Recorded data Block Start

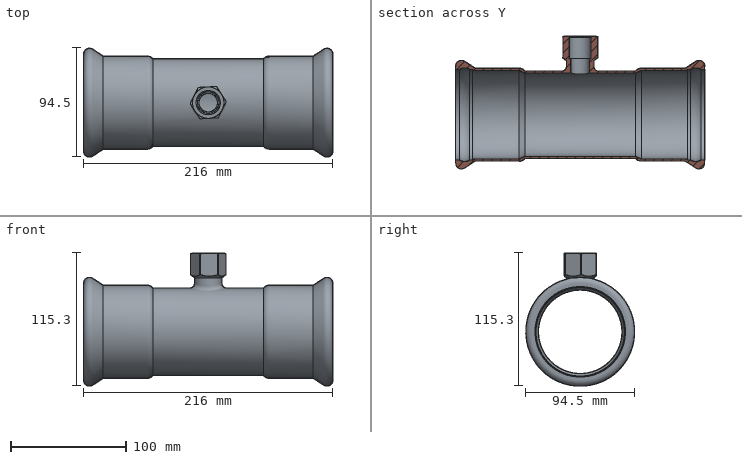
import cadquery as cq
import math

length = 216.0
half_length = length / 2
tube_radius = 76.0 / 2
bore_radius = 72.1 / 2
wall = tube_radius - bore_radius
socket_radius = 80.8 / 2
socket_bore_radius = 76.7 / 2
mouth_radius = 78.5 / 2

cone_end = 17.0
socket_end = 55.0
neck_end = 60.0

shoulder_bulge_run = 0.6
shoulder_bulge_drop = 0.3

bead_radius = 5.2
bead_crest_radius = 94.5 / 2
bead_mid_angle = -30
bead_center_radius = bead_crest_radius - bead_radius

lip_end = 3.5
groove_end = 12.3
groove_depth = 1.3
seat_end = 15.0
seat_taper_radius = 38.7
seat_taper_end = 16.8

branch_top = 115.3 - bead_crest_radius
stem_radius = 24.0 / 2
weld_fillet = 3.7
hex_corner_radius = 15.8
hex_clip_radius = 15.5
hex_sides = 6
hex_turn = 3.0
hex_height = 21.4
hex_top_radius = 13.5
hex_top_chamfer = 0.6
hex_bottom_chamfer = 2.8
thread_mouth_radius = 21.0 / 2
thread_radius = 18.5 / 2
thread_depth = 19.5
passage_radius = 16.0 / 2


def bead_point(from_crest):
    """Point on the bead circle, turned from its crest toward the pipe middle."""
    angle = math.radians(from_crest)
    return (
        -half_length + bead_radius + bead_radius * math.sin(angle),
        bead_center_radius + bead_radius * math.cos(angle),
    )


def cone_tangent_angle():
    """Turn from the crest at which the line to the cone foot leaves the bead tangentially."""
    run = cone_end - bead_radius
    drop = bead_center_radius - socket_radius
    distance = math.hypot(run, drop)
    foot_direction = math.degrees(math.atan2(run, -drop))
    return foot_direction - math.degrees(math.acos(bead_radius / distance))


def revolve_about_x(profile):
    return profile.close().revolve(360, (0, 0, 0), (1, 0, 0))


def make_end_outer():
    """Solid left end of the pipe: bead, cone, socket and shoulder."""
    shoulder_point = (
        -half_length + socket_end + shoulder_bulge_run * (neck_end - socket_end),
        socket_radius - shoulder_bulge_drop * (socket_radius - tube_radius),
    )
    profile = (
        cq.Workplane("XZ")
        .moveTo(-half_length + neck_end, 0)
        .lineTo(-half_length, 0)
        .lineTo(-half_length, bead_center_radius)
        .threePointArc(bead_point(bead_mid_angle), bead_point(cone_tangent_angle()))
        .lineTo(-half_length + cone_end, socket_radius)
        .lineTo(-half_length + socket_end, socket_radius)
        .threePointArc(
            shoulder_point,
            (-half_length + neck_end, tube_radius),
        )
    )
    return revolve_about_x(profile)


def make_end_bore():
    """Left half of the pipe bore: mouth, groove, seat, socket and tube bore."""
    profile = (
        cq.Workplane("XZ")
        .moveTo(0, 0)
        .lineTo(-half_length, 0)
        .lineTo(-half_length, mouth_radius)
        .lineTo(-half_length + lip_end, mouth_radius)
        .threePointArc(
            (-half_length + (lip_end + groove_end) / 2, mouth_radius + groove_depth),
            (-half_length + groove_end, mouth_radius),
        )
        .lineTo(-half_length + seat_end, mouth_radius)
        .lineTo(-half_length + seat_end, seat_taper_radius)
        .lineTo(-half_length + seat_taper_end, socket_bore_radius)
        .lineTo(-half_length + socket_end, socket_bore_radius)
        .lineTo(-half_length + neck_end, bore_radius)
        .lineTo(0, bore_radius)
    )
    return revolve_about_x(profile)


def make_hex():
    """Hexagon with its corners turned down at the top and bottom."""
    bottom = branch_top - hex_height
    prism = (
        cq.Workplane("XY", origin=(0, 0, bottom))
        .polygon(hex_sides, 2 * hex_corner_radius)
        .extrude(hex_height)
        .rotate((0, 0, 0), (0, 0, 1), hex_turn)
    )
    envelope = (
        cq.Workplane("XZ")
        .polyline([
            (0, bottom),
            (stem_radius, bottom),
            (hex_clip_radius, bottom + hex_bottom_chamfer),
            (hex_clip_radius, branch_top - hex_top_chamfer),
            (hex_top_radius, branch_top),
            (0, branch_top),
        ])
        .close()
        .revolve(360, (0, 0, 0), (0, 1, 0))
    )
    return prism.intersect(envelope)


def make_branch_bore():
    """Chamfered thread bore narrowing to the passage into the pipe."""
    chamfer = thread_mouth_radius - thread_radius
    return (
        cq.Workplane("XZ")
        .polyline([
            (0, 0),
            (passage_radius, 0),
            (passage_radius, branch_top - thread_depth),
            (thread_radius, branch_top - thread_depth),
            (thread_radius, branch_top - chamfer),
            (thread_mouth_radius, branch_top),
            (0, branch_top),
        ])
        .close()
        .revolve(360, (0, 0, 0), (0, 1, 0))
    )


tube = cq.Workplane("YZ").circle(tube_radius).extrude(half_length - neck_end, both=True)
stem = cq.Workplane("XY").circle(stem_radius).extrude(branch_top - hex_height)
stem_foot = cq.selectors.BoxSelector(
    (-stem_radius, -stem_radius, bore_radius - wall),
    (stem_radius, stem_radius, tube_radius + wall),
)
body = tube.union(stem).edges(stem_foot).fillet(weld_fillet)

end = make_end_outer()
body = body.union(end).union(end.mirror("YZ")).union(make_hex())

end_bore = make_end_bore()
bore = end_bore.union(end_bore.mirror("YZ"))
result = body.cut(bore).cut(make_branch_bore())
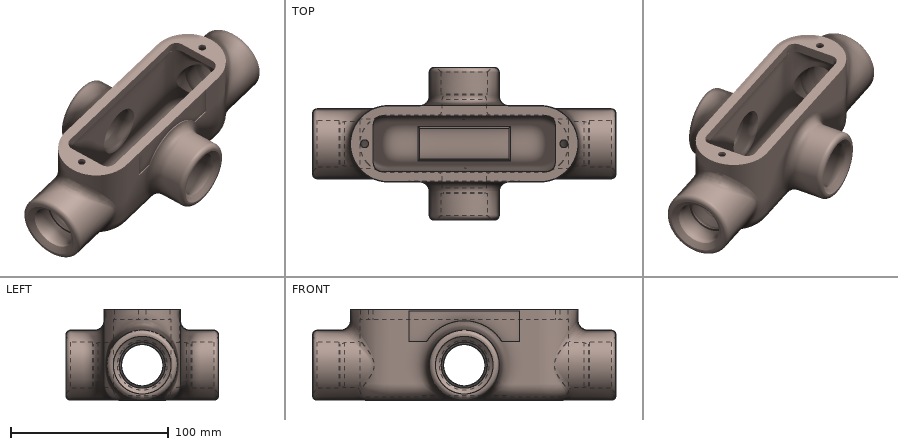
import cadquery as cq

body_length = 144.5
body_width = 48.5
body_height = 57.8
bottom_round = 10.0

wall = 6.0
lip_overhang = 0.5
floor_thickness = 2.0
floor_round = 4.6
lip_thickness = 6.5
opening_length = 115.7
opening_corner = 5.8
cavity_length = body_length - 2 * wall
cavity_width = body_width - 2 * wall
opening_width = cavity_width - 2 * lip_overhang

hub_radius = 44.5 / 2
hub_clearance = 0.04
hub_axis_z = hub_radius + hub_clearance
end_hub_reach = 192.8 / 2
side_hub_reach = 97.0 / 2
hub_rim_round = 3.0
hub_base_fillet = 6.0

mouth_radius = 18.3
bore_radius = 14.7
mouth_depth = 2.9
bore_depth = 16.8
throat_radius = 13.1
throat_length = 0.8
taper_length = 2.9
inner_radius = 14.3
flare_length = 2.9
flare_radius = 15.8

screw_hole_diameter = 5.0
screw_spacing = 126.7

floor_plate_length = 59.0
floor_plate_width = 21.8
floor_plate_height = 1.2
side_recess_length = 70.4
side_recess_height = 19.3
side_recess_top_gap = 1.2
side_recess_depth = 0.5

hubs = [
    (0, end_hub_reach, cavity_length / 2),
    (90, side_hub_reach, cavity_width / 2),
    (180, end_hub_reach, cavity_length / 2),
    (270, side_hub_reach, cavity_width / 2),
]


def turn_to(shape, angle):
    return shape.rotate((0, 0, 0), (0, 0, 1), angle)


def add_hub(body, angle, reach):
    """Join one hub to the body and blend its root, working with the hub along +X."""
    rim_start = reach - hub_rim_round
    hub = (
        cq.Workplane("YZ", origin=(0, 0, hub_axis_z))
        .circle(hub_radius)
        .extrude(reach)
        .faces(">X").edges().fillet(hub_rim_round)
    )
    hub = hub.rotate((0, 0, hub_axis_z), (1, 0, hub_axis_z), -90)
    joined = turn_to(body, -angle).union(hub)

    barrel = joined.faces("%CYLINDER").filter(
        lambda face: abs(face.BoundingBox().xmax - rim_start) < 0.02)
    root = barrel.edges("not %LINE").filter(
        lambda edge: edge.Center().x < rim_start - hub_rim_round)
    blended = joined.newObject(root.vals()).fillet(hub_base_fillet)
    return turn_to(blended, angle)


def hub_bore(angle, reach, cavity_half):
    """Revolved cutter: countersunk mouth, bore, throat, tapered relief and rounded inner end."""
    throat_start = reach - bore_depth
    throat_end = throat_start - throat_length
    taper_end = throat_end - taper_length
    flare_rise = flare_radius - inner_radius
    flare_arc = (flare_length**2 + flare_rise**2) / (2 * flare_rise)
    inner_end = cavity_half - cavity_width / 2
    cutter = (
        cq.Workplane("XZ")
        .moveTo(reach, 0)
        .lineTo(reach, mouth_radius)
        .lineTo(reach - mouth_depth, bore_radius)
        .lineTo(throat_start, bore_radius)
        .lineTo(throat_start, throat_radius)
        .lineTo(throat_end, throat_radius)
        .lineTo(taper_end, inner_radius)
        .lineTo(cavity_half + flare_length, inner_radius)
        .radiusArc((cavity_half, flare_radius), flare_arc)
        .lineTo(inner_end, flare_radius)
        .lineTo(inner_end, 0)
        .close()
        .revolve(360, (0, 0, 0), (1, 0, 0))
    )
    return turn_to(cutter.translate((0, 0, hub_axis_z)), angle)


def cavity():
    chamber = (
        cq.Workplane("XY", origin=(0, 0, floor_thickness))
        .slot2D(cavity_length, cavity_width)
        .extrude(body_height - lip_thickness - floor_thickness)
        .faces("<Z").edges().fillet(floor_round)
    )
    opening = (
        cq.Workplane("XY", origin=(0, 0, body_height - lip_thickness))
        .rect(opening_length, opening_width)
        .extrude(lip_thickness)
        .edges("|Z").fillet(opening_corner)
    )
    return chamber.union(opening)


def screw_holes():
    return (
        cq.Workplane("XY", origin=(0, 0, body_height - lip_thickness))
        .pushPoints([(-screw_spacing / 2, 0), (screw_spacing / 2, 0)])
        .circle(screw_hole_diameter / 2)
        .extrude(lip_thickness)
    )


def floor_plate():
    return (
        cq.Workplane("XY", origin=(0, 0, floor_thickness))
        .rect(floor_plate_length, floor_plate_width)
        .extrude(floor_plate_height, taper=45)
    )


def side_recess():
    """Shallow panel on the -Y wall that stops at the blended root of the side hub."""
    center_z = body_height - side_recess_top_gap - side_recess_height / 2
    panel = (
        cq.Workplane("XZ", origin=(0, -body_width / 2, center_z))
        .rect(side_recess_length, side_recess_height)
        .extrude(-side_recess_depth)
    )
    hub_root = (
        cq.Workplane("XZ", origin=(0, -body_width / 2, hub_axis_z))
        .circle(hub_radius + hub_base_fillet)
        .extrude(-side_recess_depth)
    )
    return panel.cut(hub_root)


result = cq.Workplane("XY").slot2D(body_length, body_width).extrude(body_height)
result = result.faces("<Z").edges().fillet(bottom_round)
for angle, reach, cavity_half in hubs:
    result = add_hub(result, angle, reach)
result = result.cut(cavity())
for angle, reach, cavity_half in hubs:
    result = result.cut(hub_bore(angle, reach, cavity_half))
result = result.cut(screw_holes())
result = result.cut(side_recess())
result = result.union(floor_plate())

Recorded data Block End

◆ **Exercise objective**: Print, exactly as written, the lines above from the first one to the one containing "passage_radius = 16.0 / 2". Leave out pictures.

◆ **Solution for this task**:
import cadquery as cq
import math

length = 216.0
half_length = length / 2
tube_radius = 76.0 / 2
bore_radius = 72.1 / 2
wall = tube_radius - bore_radius
socket_radius = 80.8 / 2
socket_bore_radius = 76.7 / 2
mouth_radius = 78.5 / 2

cone_end = 17.0
socket_end = 55.0
neck_end = 60.0

shoulder_bulge_run = 0.6
shoulder_bulge_drop = 0.3

bead_radius = 5.2
bead_crest_radius = 94.5 / 2
bead_mid_angle = -30
bead_center_radius = bead_crest_radius - bead_radius

lip_end = 3.5
groove_end = 12.3
groove_depth = 1.3
seat_end = 15.0
seat_taper_radius = 38.7
seat_taper_end = 16.8

branch_top = 115.3 - bead_crest_radius
stem_radius = 24.0 / 2
weld_fillet = 3.7
hex_corner_radius = 15.8
hex_clip_radius = 15.5
hex_sides = 6
hex_turn = 3.0
hex_height = 21.4
hex_top_radius = 13.5
hex_top_chamfer = 0.6
hex_bottom_chamfer = 2.8
thread_mouth_radius = 21.0 / 2
thread_radius = 18.5 / 2
thread_depth = 19.5
passage_radius = 16.0 / 2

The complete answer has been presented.